An Early Detection System for Ocean Health
Once they have a robust reference library of fish sounds in hand, Matt and team will no longer need 360-degree cameras and can instead deploy low-cost, passive audio recorders at scale. As Aaron says, “Reefs may be gone by 2050. So we really have an opportunity to bring this cutting-edge technology to the global-scale problem of declining coral reefs.”
Just like birds, coral reefs are uncanny indicators of overall ecological health. That’s why the plan is to replicate the Curaçao approach elsewhere, “catch ecosystems that are starting to deteriorate early on,” as Carole puts it, and ultimately set up a global detection system for ocean health.
Just like birds, coral reefs are uncanny indicators of overall ecological health.
Matt has just been awarded a Fulbright fellowship to return to Curaçao and continue his research. “I’ll be staying in the captain’s quarters in the sister ship of the Calypso, Jacques Cousteau’s research vessel.”

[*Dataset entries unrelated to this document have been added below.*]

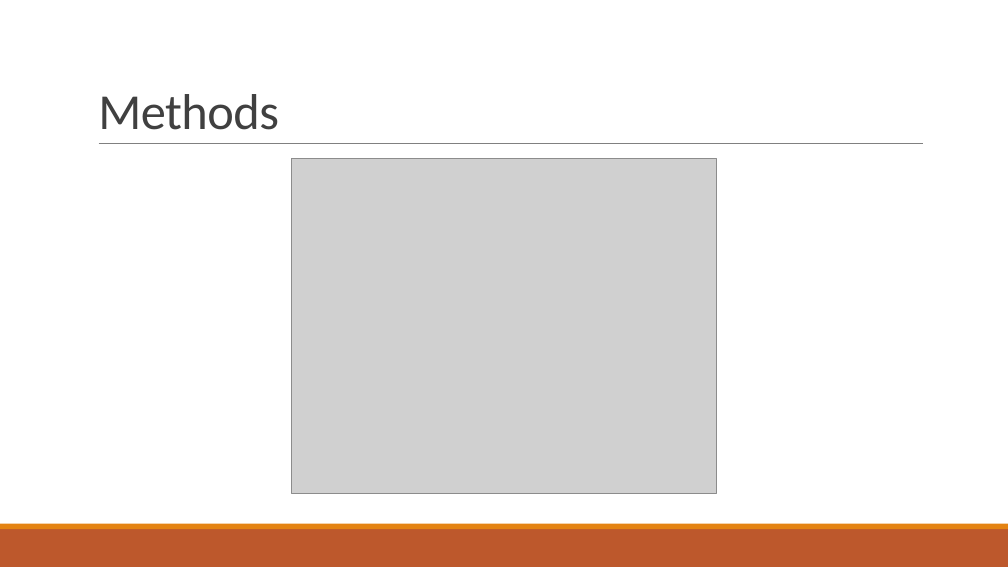
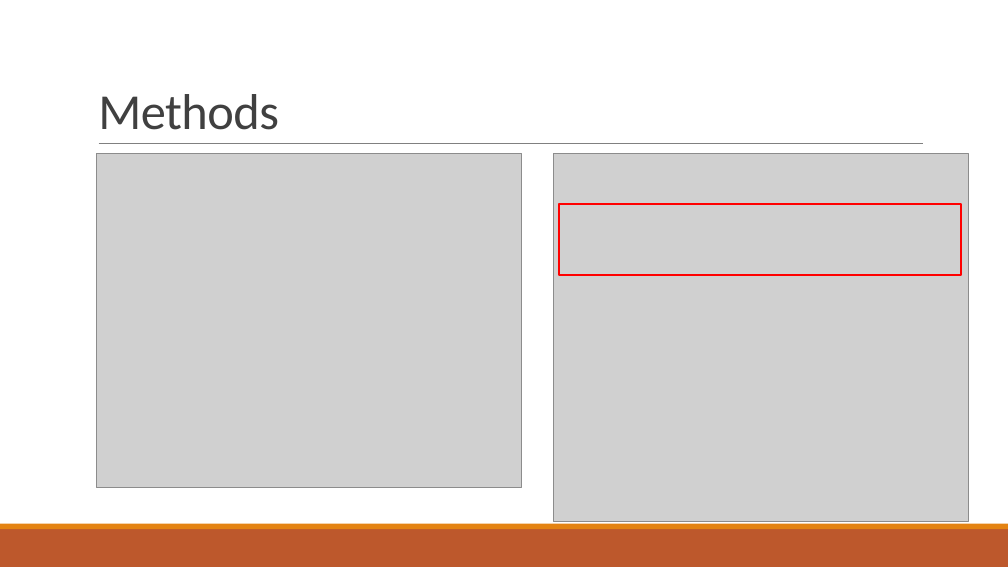
Before and after one commit to npalacio/School, a slide deck: slide 11 of Capstone/Presentation/CapstoneProposal.pptx (slide 10 before the commit). Drawn at 1008x567 pixels with LibreOffice and Linux fonts; fonts in the diff are those of the drawing; grey boxes stand for pictures. Boxes give left, top, right and bottom in pixels: in the first picture for what was removed or moved away, otherwise in the second. Text is boxed around its words. In the diff, an @@ line names an element or a change of style, - is before the commit and + after.

```diff
--- a/Capstone/Presentation/CapstoneProposal.pptx
+++ b/Capstone/Presentation/CapstoneProposal.pptx
@@ picture: place and size @@
-picture at (292,158,717,493)
+picture at (97,154,522,488)
@@ picture added at (554,154,969,522) @@
@@ rectangle added at (559,204,961,275), outline #FF0000 2.25 pt @@
```
Also in this commit, not shown: 8 other slides changed, 8 slides added, 3 slides removed, 1 other file.

Part of Matt’s mission during his Fulbright is to empower local marine biologists to do this kind of research and own the process. “Often they are tuned into what the important questions are.” Matt and a team of local scientists and engineers will be installing a 90-ton glass-walled classroom and restaurant 40 feet below the ocean surface. The director of the research center told Matt, “It’s really like a silent movie down here!” Matt’s response: “Why don’t we integrate spatial audio?” This means that someone in a wheelchair can watch a pristine coral reef 40 feet below the surface and listen to the community of fish click, pop, grumble, and boom.
“Birds are charismatic because we can see them communicating,” Matt says. “And yet, the majority of the population has never seen a fish talk to another fish.”
Thirteen years in, Carole’s project is the longest-running deep reef study in the world—and it’s the only one with this degree of community outreach and local capacity building. Of course, scientists and organizations the world over are monitoring ocean chemistry and temperature. But we don’t yet know how those changes affect biodiversity—and, as Carole says, “there’s no coordination across reference libraries or tech.”
“We need a leader in this effort,” she adds, “someone who can head a global monitoring program for deep reefs through underwater acoustics. The Cornell Lab of Ornithology is who I want at the table.”